No estoy celoso, pero yo también puedo hacer que Rowan pierda la cabeza...
En fin, un relato de Michael y Rowan... unas memorias.
Lestat de Lioncourt
Hacía rato que había oscurecido. Eran
más de las diez de la noche. El reloj era incapaz de detenerse. Las
manecillas estaban prácticamente matando el tiempo. La cena se
enfriaba sobre el delicado mantel de lino, las velas estaban
prácticamente consumidas, la tarta era un complemento dulce que no
apetecía y el champán parecía todavía tener la esperanza de ser
descorchado. Frente a esa cena estaba él, esperando como siempre.
Otra vez. Una noche más las obligaciones habían podido a una cena.
Su espera era innecesaria. No importaba cuál era el motivo,
simplemente era el hecho de haber sucumbido de nuevo a una ilusión
banal. Ella no había regresado a casa, pero ni siquiera había
avisado. Rowan estaba más interesada en el Hospital Mayfair que en
su matrimonio. Siempre fue así. Su mente siempre estuvo perturbada
por el dolor y el pánico a ser una asesina, pero él sabía que no
era cierto. Jamás la juzgó de ese modo.
Él había terminado sus obligaciones,
y ella parecía estar siempre obsesionada con las suyas. A veces
creía que era sólo una excusa. Decidió telefonear, pues tomó la
decisión de ir a buscarla. Pidió que sacaran la limusina del garaje
donde la guardaban y fuesen a por él. No quería conducir, pues ni
siquiera deseaba mirarse al retrovisor.
Eran algo más de las once cuando llegó
al hospital.

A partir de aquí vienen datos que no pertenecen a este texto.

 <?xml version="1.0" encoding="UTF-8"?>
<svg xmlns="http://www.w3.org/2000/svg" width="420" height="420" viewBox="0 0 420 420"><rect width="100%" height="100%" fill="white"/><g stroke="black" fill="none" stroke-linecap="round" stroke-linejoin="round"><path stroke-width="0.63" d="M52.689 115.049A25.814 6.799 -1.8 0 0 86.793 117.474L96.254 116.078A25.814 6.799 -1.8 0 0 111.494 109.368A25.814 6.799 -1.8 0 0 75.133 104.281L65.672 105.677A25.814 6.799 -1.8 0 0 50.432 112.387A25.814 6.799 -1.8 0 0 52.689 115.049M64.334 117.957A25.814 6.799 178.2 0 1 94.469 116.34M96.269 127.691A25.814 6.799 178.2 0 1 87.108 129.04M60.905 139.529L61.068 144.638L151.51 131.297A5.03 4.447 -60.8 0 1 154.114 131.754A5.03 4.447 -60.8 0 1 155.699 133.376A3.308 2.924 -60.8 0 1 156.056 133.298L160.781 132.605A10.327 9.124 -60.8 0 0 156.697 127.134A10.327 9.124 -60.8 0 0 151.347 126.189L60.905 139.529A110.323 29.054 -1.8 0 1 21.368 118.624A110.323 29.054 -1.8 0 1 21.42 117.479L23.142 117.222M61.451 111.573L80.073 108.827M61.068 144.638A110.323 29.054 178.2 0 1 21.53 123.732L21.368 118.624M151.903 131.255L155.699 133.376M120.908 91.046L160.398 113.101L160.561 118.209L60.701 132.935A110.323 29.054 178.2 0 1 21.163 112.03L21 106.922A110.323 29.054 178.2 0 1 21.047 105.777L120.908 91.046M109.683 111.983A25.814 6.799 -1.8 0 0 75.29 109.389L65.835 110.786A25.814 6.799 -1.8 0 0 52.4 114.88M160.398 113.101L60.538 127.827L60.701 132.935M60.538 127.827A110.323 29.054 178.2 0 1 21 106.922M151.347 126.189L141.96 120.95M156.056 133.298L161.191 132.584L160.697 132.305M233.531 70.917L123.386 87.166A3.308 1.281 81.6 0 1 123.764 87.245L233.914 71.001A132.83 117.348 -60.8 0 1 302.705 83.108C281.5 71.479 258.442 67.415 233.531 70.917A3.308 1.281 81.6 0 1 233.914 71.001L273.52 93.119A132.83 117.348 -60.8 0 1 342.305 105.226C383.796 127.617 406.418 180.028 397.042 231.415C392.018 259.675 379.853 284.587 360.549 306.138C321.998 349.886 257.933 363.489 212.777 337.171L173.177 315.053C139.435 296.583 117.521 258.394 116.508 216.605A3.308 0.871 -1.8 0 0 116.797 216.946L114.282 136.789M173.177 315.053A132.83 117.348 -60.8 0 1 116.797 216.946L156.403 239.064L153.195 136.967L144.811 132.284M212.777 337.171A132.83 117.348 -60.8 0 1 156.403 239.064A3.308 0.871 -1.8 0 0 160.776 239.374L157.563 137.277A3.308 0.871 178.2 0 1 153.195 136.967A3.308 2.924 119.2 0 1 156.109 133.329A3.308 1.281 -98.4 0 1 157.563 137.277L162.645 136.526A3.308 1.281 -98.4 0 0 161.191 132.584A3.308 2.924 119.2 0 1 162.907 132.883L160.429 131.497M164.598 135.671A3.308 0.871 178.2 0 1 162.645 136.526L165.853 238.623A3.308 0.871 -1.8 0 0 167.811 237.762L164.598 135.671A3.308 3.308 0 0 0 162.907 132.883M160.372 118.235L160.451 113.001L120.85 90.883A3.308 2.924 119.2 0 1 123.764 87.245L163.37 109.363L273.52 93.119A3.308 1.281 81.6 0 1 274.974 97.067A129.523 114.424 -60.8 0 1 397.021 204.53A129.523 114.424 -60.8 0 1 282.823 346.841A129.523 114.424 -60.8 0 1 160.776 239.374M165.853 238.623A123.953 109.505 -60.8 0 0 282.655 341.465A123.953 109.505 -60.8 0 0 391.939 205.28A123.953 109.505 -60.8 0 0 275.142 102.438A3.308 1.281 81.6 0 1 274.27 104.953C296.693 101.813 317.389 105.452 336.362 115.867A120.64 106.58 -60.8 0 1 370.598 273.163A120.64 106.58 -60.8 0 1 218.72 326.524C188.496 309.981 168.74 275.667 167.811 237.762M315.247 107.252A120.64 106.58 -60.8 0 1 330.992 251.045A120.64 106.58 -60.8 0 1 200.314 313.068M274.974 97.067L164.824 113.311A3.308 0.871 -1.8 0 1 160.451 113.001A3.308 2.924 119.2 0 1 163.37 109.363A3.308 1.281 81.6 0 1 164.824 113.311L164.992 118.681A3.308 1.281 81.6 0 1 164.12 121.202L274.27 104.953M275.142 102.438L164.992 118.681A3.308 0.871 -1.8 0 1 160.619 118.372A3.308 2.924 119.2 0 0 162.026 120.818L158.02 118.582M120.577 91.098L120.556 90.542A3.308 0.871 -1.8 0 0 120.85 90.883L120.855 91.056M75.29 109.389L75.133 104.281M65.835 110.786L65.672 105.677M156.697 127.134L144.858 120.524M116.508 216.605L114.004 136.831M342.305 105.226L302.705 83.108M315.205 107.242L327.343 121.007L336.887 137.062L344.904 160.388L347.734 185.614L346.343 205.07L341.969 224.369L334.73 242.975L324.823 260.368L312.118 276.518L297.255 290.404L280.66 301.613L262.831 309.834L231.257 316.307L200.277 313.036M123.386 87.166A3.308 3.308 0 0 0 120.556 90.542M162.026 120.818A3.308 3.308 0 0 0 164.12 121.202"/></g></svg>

Aguardó unos minutos, observando la imponente fachada,
para luego ver a Oberon de pie, mordisqueando un donut de glaseado
blanco con un cartón de leche en la otra mano. No hizo caso a sus
ojos curiosos, tampoco a su bata y su indómita figura tan alta como
siniestra.
Hacía dos décadas que había ocurrido
la gran tragedia. Ese hijo, tan esperado, se convirtió en un
monstruo que terminó sembrando el dolor. Realmente el paraíso, ese
Edén que tardó en germinar, estaba siendo destrozado por la
inconsciencia des un monstruo, un ser, que era similar en
características a ese muchacho, ese que bebía inocente aquel cartón
y parecía tan sólo un joven médico que miraba con curiosidad las
acciones de quien era su “abuelo”.
Salió del vehículo, entró en el
hospital ofreciendo un ligero ademán al Taltos y se internó por los
pasillos buscando a su mujer. Se creía en su derecho. Hacía diez
años que ella ya no tenía esas terribles pesadillas. Tardó en
reponerse, pero al fin lo había logrado. Eran diez malditos años de
noches tranquilas. Habían superado todo y conseguido volver a ser un
matrimonio. ¿Por qué ella no lo veía igual? Diez años sin Lasher
sonriendo burlón a los pies de su cama.
Giró hacia la derecha de un profundo
pasillo, se colocó frente a la puerta barnizada de blanco. No llamó.
Tomó el pomo y lo giró. Entró en el despacho, y se quedó allí de
pie observando sus informes. Ni siquiera había prestado atención a
la ligera corriente de aire que había entrado en la habitación.
Tenía el rictus serio y mostraba
cierta preocupación. Usualmente siempre observaba de ese modo sus
interminables semblantes. No se detenía demasiado en cada hoja, pues
sólo firmaba las altas que ya había concedido, así como otros
documentos para pruebas médicas que ella misma había pedido el día
anterior. Ni siquiera se detuvo un instante. Continuaba pasando y
firmando hojas y hojas de informes. A veces ser la directora del
hospital Mayfair era demandante y estresante.
—Oberon, por favor, ve por los
informes de Pediatría—mencionó confundiéndolo. Ni siquiera había
reparado que aquel hombre, el de la puerta, era mucho más fornido y
no tenía ese sutil aroma.
—Está cenando, almorzando o lo que
quiera que sea ese grasiento donut y ese litro de leche—explicó
cerrando la puerta tras él—. Cosa que nosotros deberíamos haber
hecho hace más de una hora—no la miraba serio, pero sí
preocupado. Estaba frente a la mujer que amaba, la misma que tenía
ojeras y el cabello revuelto—. Enfermarás si sigues así.
—Michael, dile a Oberon que suba
ahora mismo. Necesito esos informes con urgencia—respondió sin
prestar mucha atención lo demás—. En diez minutos termino y nos
vamos—continuó apresurada firmando y viendo, con el rabillo de sus
enormes ojos grises, el reloj sobre su escritorio.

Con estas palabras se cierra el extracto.